Le contenu est bien rangé. Les éléments pré-construits et entoilés sont emballés séparément dans des sacs plastique. On découvre pour commencer un beau fuselage en balsa et contre plaqué. Un bâti moteur en aluminium est déjà en place. Ensuite on trouve, les deux demi-ailes en structure partiellement coffrées avec les saumons ( en plastique) déjà en place. Les ailerons, de type full pan, sont posés mais à blanc. Les charnières ne sont pas collées. Il y a aussi les empennages en balsa plein. Les gouvernes sont posées avec les charnières toujours non collées. La décoration aux couleurs vives est particulièrement esthétique. En compagnie de ces éléments trois sachets renferment les accessoires. Dans le premier on trouve le train principal, la jambe avant directrice en corde à piano et les Kwick link. Le second rassemble les tourillons d'aile, les timoneries en bois dur, le ruban de finition et une gaine thermorétractable. Enfin le troisième regroupe le réservoir, le cône d'hélice, les trois roues légères en mousse, toute la quincaillerie (guignols, chapes, pattes de fixation du train, bagues d'arrêt de roues, palonnier de roue avant, attaches moteur) et une planchette en contre plaqué estampée (clés d'aile, platine servos). Pour terminer l'inventaire, une notice détaille en 18 étapes le montage de l'avion.

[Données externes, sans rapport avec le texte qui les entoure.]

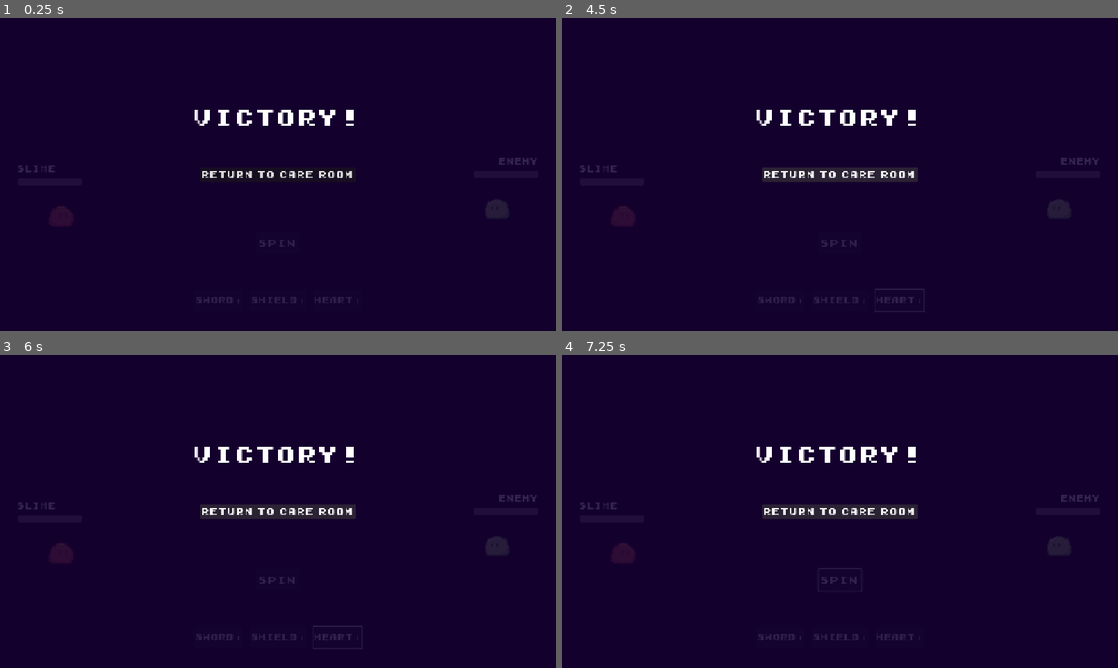
Above: before the commit, frames 1-4 (two rows, left to right).
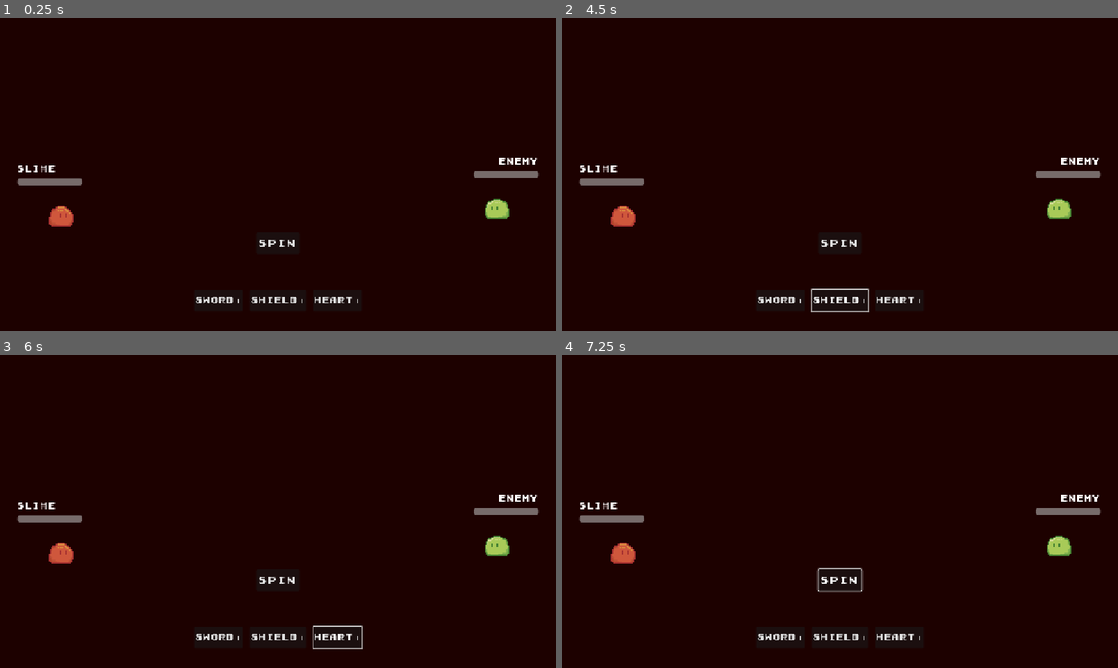
Above: after the commit, the same moments.

Repository: Tortiz-CSUF/slotchi
Game: Godot game, scene res://scenes/battle_arena.tscn
Two runs of this game, one before a commit and one after it. Both use one fixed random seed, a clock stepped at 60 frames per second and the inputs below. The project has no main scene, so this scene is started directly.
Inputs (mouse positions are in pixels of both pictures, inside the frame that each line leads up to):
- Up to frame 1 (0.25 s): no input
- Up to frame 2 (4.5 s): click "Sword+" at 0.5 s; click "Shield+" at 1.25 s; click "Heart+" at 2 s; click "SPIN" at 2.75 s; click (840, 174) at 3.5 s, where only the run before the commit has a clickable "Return to Care Room"; hold Right (ui_right) from 4.28 s (still down)
- Up to frame 3 (6 s): tap Enter (ui_accept) at 5, 5.27, 5.75 s; release Right (ui_right) at 5.03 s; hold Down (ui_down) 5.03-5.78 s; hold Right (ui_right) from 5.78 s (still down)
- Up to frame 4 (7.25 s): tap Enter (ui_accept) at 6.5, 6.77 s; release Right (ui_right) at 6.53 s; hold Up (ui_up) from 6.53 s (still down)

The runs differ from the first frame. In frame 1, 100% of the frame differs, in the area x 0-100%, y 0-100%; in frame 2, 100%; in frame 3, 100%; in frame 4, 100%.

Commit message:
slotchi_Interim_7

Diff:
--- a/scripts/AgilityMiniGame.gd
+++ b/scripts/AgilityMiniGame.gd
@@ -123,4 +123,4 @@
 
 
 func _on_back_pressed() -> void:
-	GameManager.change_scene("res://scenes/care_room.tscn", GameManager.GameState.CARE)
+	GameManager.change_scene("res://scenes/train_select.tscn", GameManager.GameState.TRAINING)
--- a/scripts/BattleArena.gd
+++ b/scripts/BattleArena.gd
@@ -16,11 +16,23 @@
 @onready var return_button: Button = $EndPanel/ReturnButton
 
 
-# Called when the node enters the scene tree for the first time.
+
 func _ready() -> void:
-	pass # Replace with function body.
+	# Set game state
+	GameManager.current_state = GameManager.GameState.BATTLE
+
+	# Reset Player HP for new battle
+	MonsterData.reset_hp()
+
+	# Hide end panel
+	end_panel.visible = false
+	info_label.text = ""
+
+	# Connect return button
+	return_button.pressed.connect(_on_return_pressed)
 
 
-# Called every frame. 'delta' is the elapsed time since the previous frame.
-func _process(delta: float) -> void:
-	pass
+## Return to care room
+func _on_return_pressed() -> void:
+	GameManager.reset_battle_timer()
+	GameManager.change_scene("res://scenes/care_room.tscn", GameManager.GameState.CARE)
--- a/scripts/StaminaMiniGame.gd
+++ b/scripts/StaminaMiniGame.gd
@@ -70,4 +70,4 @@
 
 
 func _on_back_pressed() -> void:
-	GameManager.change_scene("res://scenes/care_room.tscn", GameManager.GameState.CARE)
+	GameManager.change_scene("res://scenes/train_select.tscn", GameManager.GameState.TRAINING)
--- a/scripts/StrengthMiniGame.gd
+++ b/scripts/StrengthMiniGame.gd
@@ -93,4 +93,4 @@
 
 ## Return to care room
 func _on_back_pressed() -> void:
-	GameManager.change_scene("res://scenes/care_room.tscn", GameManager.GameState.CARE)
+	GameManager.change_scene("res://scenes/train_select.tscn", GameManager.GameState.TRAINING)

Voilà, il ne reste plus qu'a se procurer le moteur et son hélice, la durit , la colle époxy et bien sûr l'équipement radio (émetteur/récepteur, servos et batterie).
L’assemblage.
Le montage du Solo Star est simple et si vous suivez la notice, vous ne rencontrerez pas de difficultés particulières. Cependant pour le débutant qui découvre l'aéromodélisme l'aide d'un modéliste confirmé évitera certains tâtonnements. Les colles utilisées sont de l'époxy pour les collages bois sur bois et de la cyanoacrylate pour les commandes. Le premier réflexe à avoir, avec un avion déjà construit, c'est de vérifier les collages sur les parties accessibles. Sur le modèle de l’essai, je n’ai rien trouvé de suspect. Ensuite pour éviter les infiltrations de carburant toujours néfaste pour la cellule, il est indispensable de coller l’entoilage (plastique adhésif) aux angles et passer une couche d'époxy diluée à l'intérieur du compartiment réservoir ainsi que sur le couple moteur et son environnement. Cette opération terminée le montage peut alors débuter.
Commençons par l'aile.
Le travail est assez rapide. La première phase consiste à monter les ailerons en collant les charnières. Ces dernières sans axes me laissent perplexe mais j'ai tout de même osé les monter, test oblige. Comme cela est mentionné plus haut, les deux demi-ailes sont en structure (nervures ajourées et longerons balsa de bonnes sections) partiellement coffrées. Elles s'assemblent avec une clé en contre plaqué. Pour cette opération et pour travailler calmement utiliser de l'époxy lente. La jointure des deux demi-ailes est cachée par une bande d'adhésif disposée sur l'intrados et l'extrados. La pose du servo des ailerons est classique. La notice préconise de réaliser un Z sur les commandes et d'insérer ces dernières sur le palonnier. Sur le Solo Star de l’essai, j'ai procédé un peu différemment. Les commandes sont composées toujours des deux cordes à piano filetées mais avec chapes coté servo et clips de sécurité (référence Graupner n° 3502) coté leviers de commande). Un léger différentiel est conseillé (plus de débattement sur l'aileron qui se lève). Il suffit d’adapter le palonnier du servo. L'aile est maintenue sur le fuselage par deux tourillons et des élastiques. Ce moyen de fixation est peu esthétique, mais c'est pourtant le plus adapté. Avec ce système, la cellule supportera plus facilement les aléas des inévitables atterrissages scabreux du débutant.
Les empennages.
Ils sont en balsa plein et les gouvernes sont posées à blanc. Il reste simplement à coller les charnières des gouvernes avant de fixer l'ensemble sur le fuselage. Le montage n'attire aucun commentaire.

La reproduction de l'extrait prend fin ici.